ADF Accused of Mass Atrocities, Forced Marriage in Eastern Congo

Adf Atrocities Congo — A major human rights investigation has exposed a pattern of brutal atrocities carried out by the Allied Democratic Forces (ADF) in eastern Democratic Republic of Congo, with the armed group accused of murder, mass abductions, sexual slavery, forced marriage and the deliberate targeting of civilians — including at a functioning hospital.

Amnesty International published the report on Monday under the title I'd Never Seen So Many Bodies: War Crimes by the Allied Democratic Forces in the eastern Democratic Republic of Congo. Researchers conducted interviews with 71 people across North Kivu province, including attack survivors, humanitarian workers and police officers, building a detailed account of systematic violence that has terrorised communities for years.

"Civilians in eastern DRC have suffered extensive brutality at the hands of ADF fighters," said Agnès Callamard, Amnesty International's Secretary General, whose organisation is now pressing Congolese authorities to act decisively to protect vulnerable populations.

DRC soldiers conduct search operations for ADF rebels in North-Kivu province near Beni.
DRC soldiers conduct search operations for ADF rebels in North-Kivu province near Beni.

Among the most harrowing incidents documented was an attack on Ntoyo village in September 2025, in which ADF fighters disguised themselves as mourners attending a wake before turning on the gathered community. Armed with hammers, machetes, guns and axes, they killed more than 60 people. Two months later, fighters descended on Byambwe village, slaughtering at least 17 civilians and setting four wards of a church-run hospital on fire. One survivor described fighters who "shot anything that moved" inside the medical facility.
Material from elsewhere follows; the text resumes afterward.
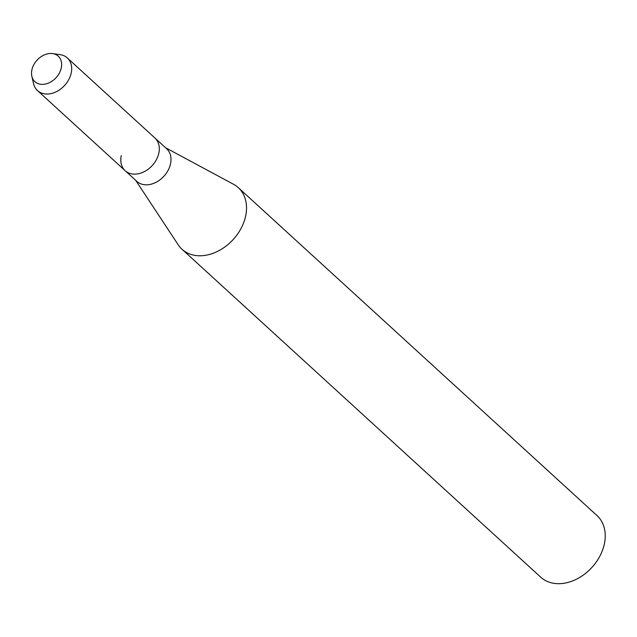 <?xml version="1.0" encoding="UTF-8"?>
<svg xmlns="http://www.w3.org/2000/svg" width="637" height="637" viewBox="0 0 637 637"><rect width="100%" height="100%" fill="white"/><g stroke="black" fill="none" stroke-linecap="round" stroke-linejoin="round"><path stroke-width="0.96" d="M33.689 64.966A17.287 12.931 -47.6 0 0 38.769 83.861A17.287 12.931 -47.6 0 0 59.464 72.889A17.287 12.931 -47.6 0 0 54.384 53.986A17.287 12.931 -47.6 0 0 33.689 64.966A17.287 12.931 -47.6 0 0 31.85 76.321A17.287 12.931 -47.6 0 0 44.088 84.267A17.287 12.931 -47.6 0 0 59.464 72.889A17.287 12.931 -47.6 0 0 52.624 53.596A17.287 12.931 -47.6 0 0 33.689 64.966M121.261 155.603A22.104 16.53 -47.6 0 0 125.139 170.692L136.82 181.37A22.104 16.53 -47.6 0 0 168.216 170.127A22.104 16.53 -47.6 0 0 166.647 148.74L154.966 138.062A22.104 16.53 -47.6 0 1 156.527 159.441A22.104 16.53 -47.6 0 0 154.966 138.062L67.331 57.951A22.104 16.53 -47.6 0 0 60.149 54.663L52.624 53.596M125.139 170.692A22.104 16.53 -47.6 0 0 156.527 159.441A22.104 16.53 -47.6 0 1 125.139 170.692L37.503 90.581A22.104 16.53 -47.6 0 0 68.9 79.33A22.104 16.53 -47.6 0 0 67.331 57.951M135.681 180.327L178.225 244.823A41.724 31.205 -47.6 0 0 182.007 249.258A41.724 31.205 -47.6 0 0 241.264 228.03A41.724 31.205 -47.6 0 0 238.31 187.668A41.724 31.205 -47.6 0 0 233.556 184.292L165.509 147.696M182.007 249.258L540.709 577.17A41.724 31.205 -47.6 0 0 599.974 555.942A41.724 31.205 -47.6 0 0 597.02 515.58L238.31 187.668M31.85 76.321L33.586 83.718A22.104 16.53 -47.6 0 0 37.503 90.581"/></g></svg>

The report also documents 46 cases of abduction, with hostages subjected to torture, sexual slavery, forced labour and, in some instances, murder. Captives were forced to carry heavy loads for days on end, beaten repeatedly and given minimal food. Amnesty further recorded five women and two girls who had been forced into marriages with ADF fighters, compelled to convert to Islam under threat of death and subjected to ongoing sexual and physical violence.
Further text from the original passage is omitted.